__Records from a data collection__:
--------------------------------

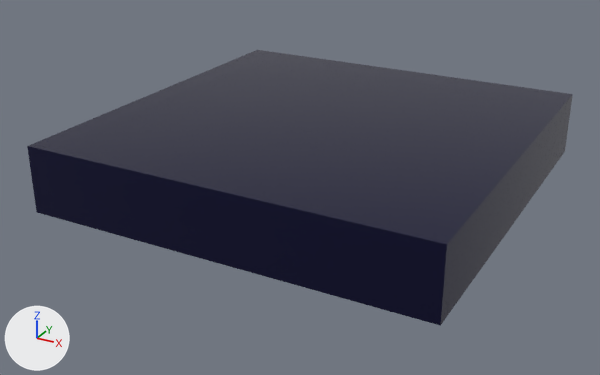
A saved change to the glTF model public/assets/pusher.glb.
Before and after are seen from a 50 mm camera at (0.539, -1.053, 0.454) aimed at (-0.02, -0.038, -0.053). Arrows for +X, +Y and +Z are at lower left; the lights stay in place.

The first picture shows 'door', 'platform'.
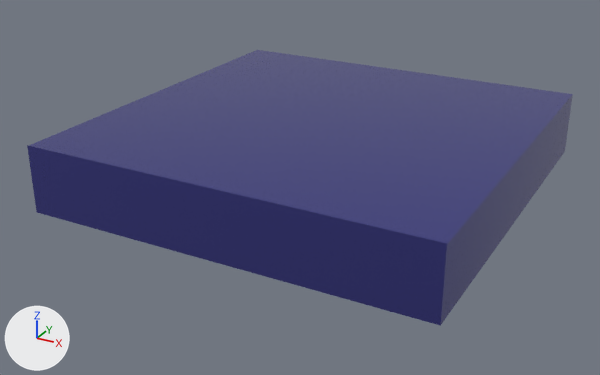
Pixel boxes [x1, y1, x2, y2] of what changed, in the pictures (600 x 375 px):
```json
{"object": "platform", "change": "recoloured", "before": [27, 50, 573, 326], "after": [27, 50, 573, 326]}
{"object": "door", "change": "recoloured", "before": [33, 153, 439, 323], "after": [33, 153, 439, 323]}
```

The change, as JSON lines over the scene's bpy script:
```json
{"op": "set", "path": "mat_platform.base_color", "old": "(0.02, 0.0201, 0.0751)", "new": "(0.0867, 0.0868, 0.383)", "note": "dark blue #27274d -> blue #5353a6"}
```

--------------------------------

__EXERCISE DIRECTIONS__: Keep only the lines from the one containing "Pixel boxes [x1, y1, x2, y2]" to the end of the entries, and repeat them exactly.

__REPLY__:
Pixel boxes [x1, y1, x2, y2] of what changed, in the pictures (600 x 375 px):
```json
{"object": "platform", "change": "recoloured", "before": [27, 50, 573, 326], "after": [27, 50, 573, 326]}
{"object": "door", "change": "recoloured", "before": [33, 153, 439, 323], "after": [33, 153, 439, 323]}
```

The change, as JSON lines over the scene's bpy script:
```json
{"op": "set", "path": "mat_platform.base_color", "old": "(0.02, 0.0201, 0.0751)", "new": "(0.0867, 0.0868, 0.383)", "note": "dark blue #27274d -> blue #5353a6"}
```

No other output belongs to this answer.